I read once that there are two occasions when you are totally on your own. The one is when you are dying and the other is when you are making a speech!
Most people are nervous of speaking in public and I know of many grooms who will admit that the one part of their wedding day that they dreaded the most was when it was time for them to make their speech.
Strictly speaking, speeches form part of the entertainment at a function, and as they can make or break an event, great care should be taken when choosing those you would like to speak at your wedding.
Fair warning
Another important point to remember is that it is advisable to give the various speechmakers at your wedding plenty of warning, to allow them sufficient time to prepare.
If they know each other, it is also a good idea to have them check that their speeches do not overlap.
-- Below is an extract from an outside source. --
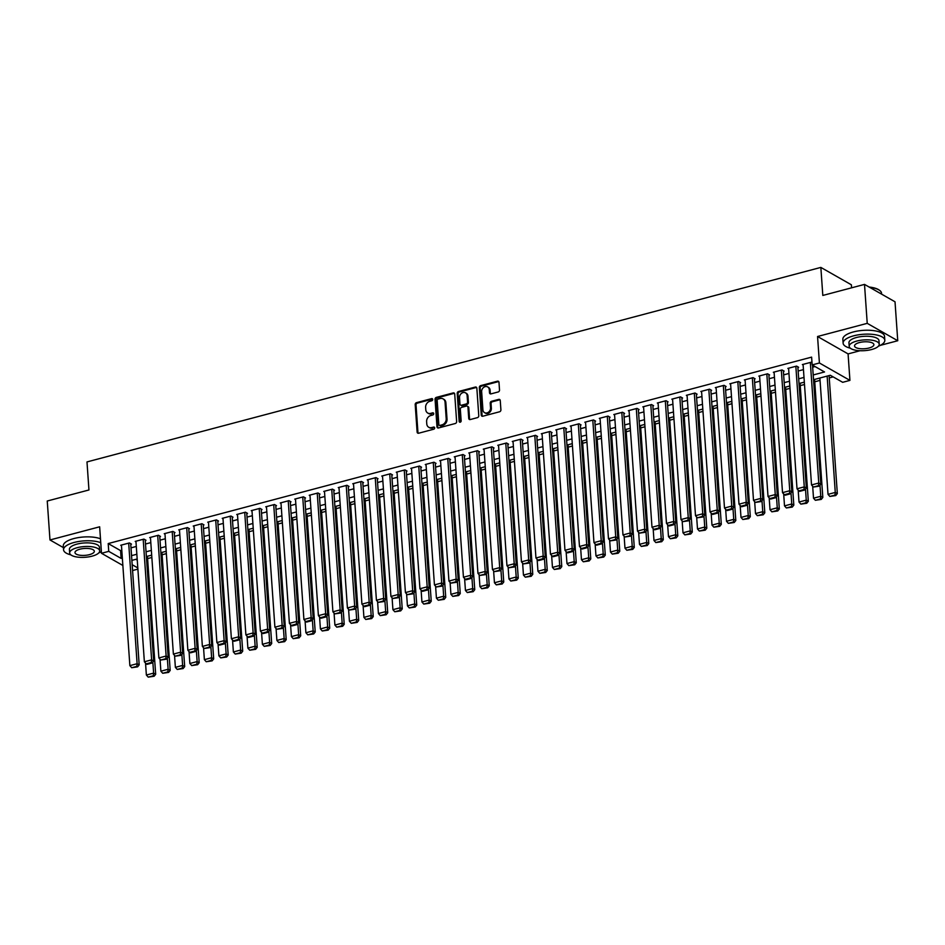 <?xml version="1.0" encoding="UTF-8"?>
<svg xmlns="http://www.w3.org/2000/svg" width="945" height="945" viewBox="0 0 945 945"><rect width="100%" height="100%" fill="white"/><g stroke="black" fill="none" stroke-linecap="round" stroke-linejoin="round"><path stroke-width="1.42" d="M432.715 399.44A1.146 0.945 -60.3 0 0 431.641 398.625L416.521 402.641A1.642 1.347 -60.3 0 0 415.198 404.543L417.123 432.066A1.642 1.347 -60.3 0 0 418.659 433.223L433.779 429.207A1.146 0.945 -60.3 0 0 433.637 427.069L431.676 427.589A5.257 4.323 -60.3 0 1 428.735 427.258A5.257 4.323 -60.3 0 1 426.774 423.903L426.62 421.612A5.257 4.323 -60.3 0 1 430.825 415.505L432.786 414.985A1.146 0.945 -60.3 0 0 432.633 412.847L430.684 413.367A5.257 4.323 -60.3 0 1 427.742 413.036A5.257 4.323 -60.3 0 1 425.782 409.681L425.628 407.389A5.257 4.323 -60.3 0 1 429.833 401.294L431.794 400.774A1.146 0.945 -60.3 0 0 432.715 399.44M432.621 399.073A1.146 0.945 -60.3 0 0 432.467 399.097L417.347 403.113A1.642 1.347 -60.3 0 0 416.024 405.015L417.95 432.538A1.642 1.347 -60.3 0 0 418.198 433.259M434.617 427.518A1.146 0.945 -60.3 0 0 434.452 427.542L431.676 427.589M433.613 413.296A1.146 0.945 -60.3 0 0 433.46 413.319L430.684 413.367M498.204 391.962A1.642 1.347 -60.3 0 0 499.515 390.061L498.984 382.335A1.642 1.347 -60.3 0 0 497.448 381.189L480.651 385.643A1.642 1.347 -60.3 0 0 479.339 387.544L481.253 415.068A1.642 1.347 -60.3 0 0 482.789 416.225L499.586 411.772A1.642 1.347 -60.3 0 0 500.909 409.858L500.248 400.538A1.642 1.347 -60.3 0 0 498.724 399.381L491.53 401.294A1.642 1.347 -60.3 0 0 490.219 403.196L490.538 407.815A4.394 3.615 -60.3 0 1 488.624 412.091A4.394 3.615 -60.3 0 1 484.561 412.646A4.394 3.615 -60.3 0 1 482.919 409.835L481.655 391.714A4.394 3.615 -60.3 0 1 483.568 387.45A4.394 3.615 -60.3 0 1 487.644 386.895A4.394 3.615 -60.3 0 1 489.274 389.706L489.486 392.718A1.642 1.347 -60.3 0 0 491.01 393.876L498.204 391.962M864.51 284.398L895.021 301.798L897.75 340.732L867.226 323.344L864.51 284.398L822.811 295.442L820.851 267.411L86.987 461.928L88.948 489.971L47.25 501.015L49.979 539.961L99.65 526.802L101.493 553.286L108.746 551.36L108.202 543.564L811.613 357.127L812.157 364.912L819.409 362.986L849.933 380.386L842.68 382.312L830.301 375.26L813.527 379.701M867.226 323.344L817.555 336.503L819.409 362.986M454.71 394.077A1.642 1.347 -60.3 0 0 453.175 392.919L436.377 397.372A1.642 1.347 -60.3 0 0 435.054 399.286L436.98 426.809A1.642 1.347 -60.3 0 0 438.515 427.955L455.313 423.502A1.642 1.347 -60.3 0 0 456.636 421.6L454.71 394.077M458.514 391.502L475.311 387.06A1.642 1.347 -60.3 0 1 476.847 388.206L478.772 415.729A1.642 1.347 -60.3 0 1 477.449 417.631L470.256 419.545A1.642 1.347 -60.3 0 1 468.732 418.387L467.952 407.224A1.642 1.347 -60.3 0 0 466.417 406.078L461.656 407.342A1.642 1.347 -60.3 0 0 460.333 409.244L461.148 420.868A1.146 0.945 -60.3 0 1 459.152 421.399L457.203 393.415A1.642 1.347 -60.3 0 1 458.514 391.502L459.341 391.974L476.138 387.521L475.311 387.06M49.979 539.961L63.409 547.627M130.753 544.308L131.473 544.119L129.418 542.938L120.712 545.253L121.48 545.69M145.258 540.469L145.979 540.268L143.912 539.099L135.218 541.402L135.986 541.839M159.752 536.618L160.485 536.429L158.417 535.248L149.723 537.563L150.491 538M174.258 532.779L174.99 532.578L172.923 531.409L164.217 533.712L164.997 534.149M188.764 528.928L189.484 528.739L187.429 527.57L178.723 529.873L179.491 530.31M203.269 525.089L203.99 524.9L201.935 523.719L193.229 526.022L193.997 526.459M217.775 521.238L218.496 521.049L216.429 519.88L207.735 522.183L208.502 522.62M232.269 517.399L233.002 517.21L230.934 516.029L222.24 518.332L223.008 518.781M246.775 513.56L247.507 513.359L245.44 512.19L236.734 514.493L237.502 514.93M261.281 509.709L262.001 509.52L259.946 508.339L251.24 510.654L252.008 511.091M275.786 505.87L276.507 505.669L274.452 504.5L265.746 506.803L266.514 507.241M290.292 502.019L291.013 501.83L288.946 500.649L280.252 502.964L281.019 503.401M304.786 498.18L305.518 497.991L303.451 496.81L294.745 499.114L295.525 499.551M319.292 494.329L320.024 494.14L317.957 492.971L309.251 495.274L310.019 495.712M333.798 490.49L334.518 490.301L332.463 489.12L323.757 491.424L324.525 491.872M348.303 486.64L349.024 486.451L346.969 485.281L338.263 487.585L339.031 488.022M362.797 482.8L363.53 482.611L361.462 481.43L352.768 483.745L353.536 484.183M377.303 478.961L378.035 478.761L375.968 477.591L367.262 479.895L368.042 480.332M391.809 475.111L392.529 474.922L390.474 473.74L381.768 476.056L382.536 476.493M406.315 471.271L407.035 471.071L404.98 469.901L396.274 472.205L397.042 472.642M420.82 467.421L421.541 467.232L419.474 466.05L410.78 468.366L411.547 468.803M435.314 463.582L436.047 463.393L433.979 462.211L425.285 464.515L426.053 464.952M449.82 459.731L450.552 459.542L448.485 458.372L439.779 460.676L440.547 461.113M464.326 455.892L465.046 455.703L462.991 454.521L454.285 456.825L455.053 457.274M478.832 452.053L479.552 451.852L477.497 450.682L468.791 452.986L469.559 453.423M493.337 448.202L494.058 448.013L491.991 446.831L483.297 449.147L484.064 449.584M507.831 444.363L508.564 444.162L506.496 442.992L497.802 445.296L498.57 445.733M522.337 440.512L523.069 440.323L521.002 439.141L512.296 441.457L513.064 441.894M536.843 436.673L537.563 436.472L535.508 435.302L526.802 437.606L527.57 438.043M551.348 432.822L552.069 432.633L550.014 431.463L541.308 433.767L542.076 434.204M565.854 428.983L566.575 428.794L564.508 427.612L555.814 429.916L556.581 430.353M580.348 425.132L581.081 424.943L579.013 423.773L570.308 426.077L571.087 426.514M594.854 421.293L595.574 421.104L593.519 419.923L584.813 422.226L585.581 422.675M609.36 417.454L610.08 417.253L608.025 416.083L599.319 418.387L600.087 418.824M623.865 413.603L624.586 413.414L622.519 412.233L613.825 414.548L614.593 414.985M638.359 409.764L639.092 409.563L637.024 408.394L628.33 410.697L629.098 411.134M652.865 405.913L653.597 405.724L651.53 404.543L642.824 406.858L643.604 407.295M667.371 402.074L668.091 401.885L666.036 400.704L657.33 403.007L658.098 403.444M681.877 398.223L682.597 398.034L680.542 396.865L671.836 399.168L672.604 399.605M696.382 394.384L697.103 394.195L695.036 393.014L686.342 395.317L687.109 395.766M710.876 390.533L711.609 390.344L709.541 389.175L700.847 391.478L701.615 391.915M725.382 386.694L726.114 386.505L724.047 385.324L715.341 387.627L716.109 388.076M739.888 382.855L740.608 382.654L738.553 381.485L729.847 383.788L730.615 384.225M754.393 379.004L755.114 378.815L753.059 377.634L744.353 379.949L745.121 380.386M768.899 375.165L769.62 374.964L767.553 373.795L758.859 376.098L759.626 376.535M783.393 371.314L784.126 371.125L782.058 369.944L773.353 372.259L774.132 372.696M797.899 367.475L798.631 367.286L796.564 366.105L787.858 368.408L788.626 368.845M108.202 543.564L120.582 550.616L121.799 550.297M131.001 547.864L136.304 546.458M145.506 544.013L150.81 542.607M160 540.174L165.316 538.768M174.506 536.323L179.822 534.917M189.012 532.484L194.316 531.078M203.518 528.633L208.821 527.227M218.023 524.794L223.327 523.388M232.517 520.955L237.833 519.537M247.023 517.104L252.339 515.698M261.529 513.265L266.833 511.859M276.034 509.414L281.338 508.008M290.54 505.575L295.844 504.169M305.034 501.724L310.35 500.318M319.54 497.885L324.844 496.479M334.046 494.034L339.349 492.628M348.551 490.195L353.855 488.789M363.057 486.356L368.361 484.95M377.551 482.505L382.867 481.099M392.057 478.666L397.361 477.26M406.563 474.815L411.866 473.41M421.068 470.976L426.372 469.57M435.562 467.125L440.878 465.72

Richard Curtis, scriptwriter for the popular film, 'Four Weddings and a Funeral', tells how he once attended the wedding of someone who worked for American Express, a company whose slogan included the words, 'that'll do nicely'.
The father of the bride began his speech by saying, 'When Martin offered to marry my daughter, I said, "that'll do nicely". At which point he looked across at the best man, who had turned white. His entire speech had been based on the 'that'll do nicely' concept. Suddenly the groom fainted. 'That'll do nicely' was his speech too! So beware — you have been warned!
Remember to be sincere
If you are unaccustomed to public speaking it can be daunting to stand up and address a gathering that includes many strangers. However, the wonderful thing about making a speech at a wedding is that your audience is already warmed by the happiness of the occasion and is not expecting a long or serious oration, which would be out of place. All you need to do is give them a few well-chosen and amusing words.
One of the most vital aspects of any speech is sincerity — as long as you are sincere and not pompous or patronising, the audience will be on your side.
Richard Curtis, also advises the best man to mention love in his speech. As he says: "No matter how grisly the whole speech has been, if you point out that the groom loves the bride and the bride loves the groom and look as though you mean it, everyone will love you and you will have done your job."
Don't overdo it
A speech at a wedding should be brief, certainly not more than four or five minutes at most. Your audience will love you if you adopt the KISS method (Keep It Short and Sweet).
The other age-old advice to speakers is to 'stand up, speak up and shut up!' The most important of these is of course to 'speak up'. Nervousness often makes a speaker inaudible, and at a large venue a good sound system is vital. The problem with microphones is that they can be a bit daunting if you are not used to them.
If you're nervous, remember to breathe properly and try not to deliver your speech at a hundred kilometres an hour. A pause between sentences will help to get your point across.
And no matter what the occasion, resist the temptation to launch into long, boring stories about the family's past achievements. This is particularly important at weddings, when one often feels great sympathy for a squirming bride having to sit through the saga of her parents' history! Likewise having to endure the look of agony on the groom's face as he has to listen to his bachelor party escapades reproduced in glorious technicolour!
The bride and groom should also be spared the embarrassment of vulgar or risqué jokes. The golden rule is to tell only one joke, and to stick to the kind that you could tell your elderly maiden aunt without blushing! By doing so, you won't run the risk of offending any of the guests.
Never make fun of the bridal couple or any of the other guests and try to steer away from jokes about wedding nights and honeymoons — apart from running the risk of being tasteless, they tend to be hackneyed and predictable.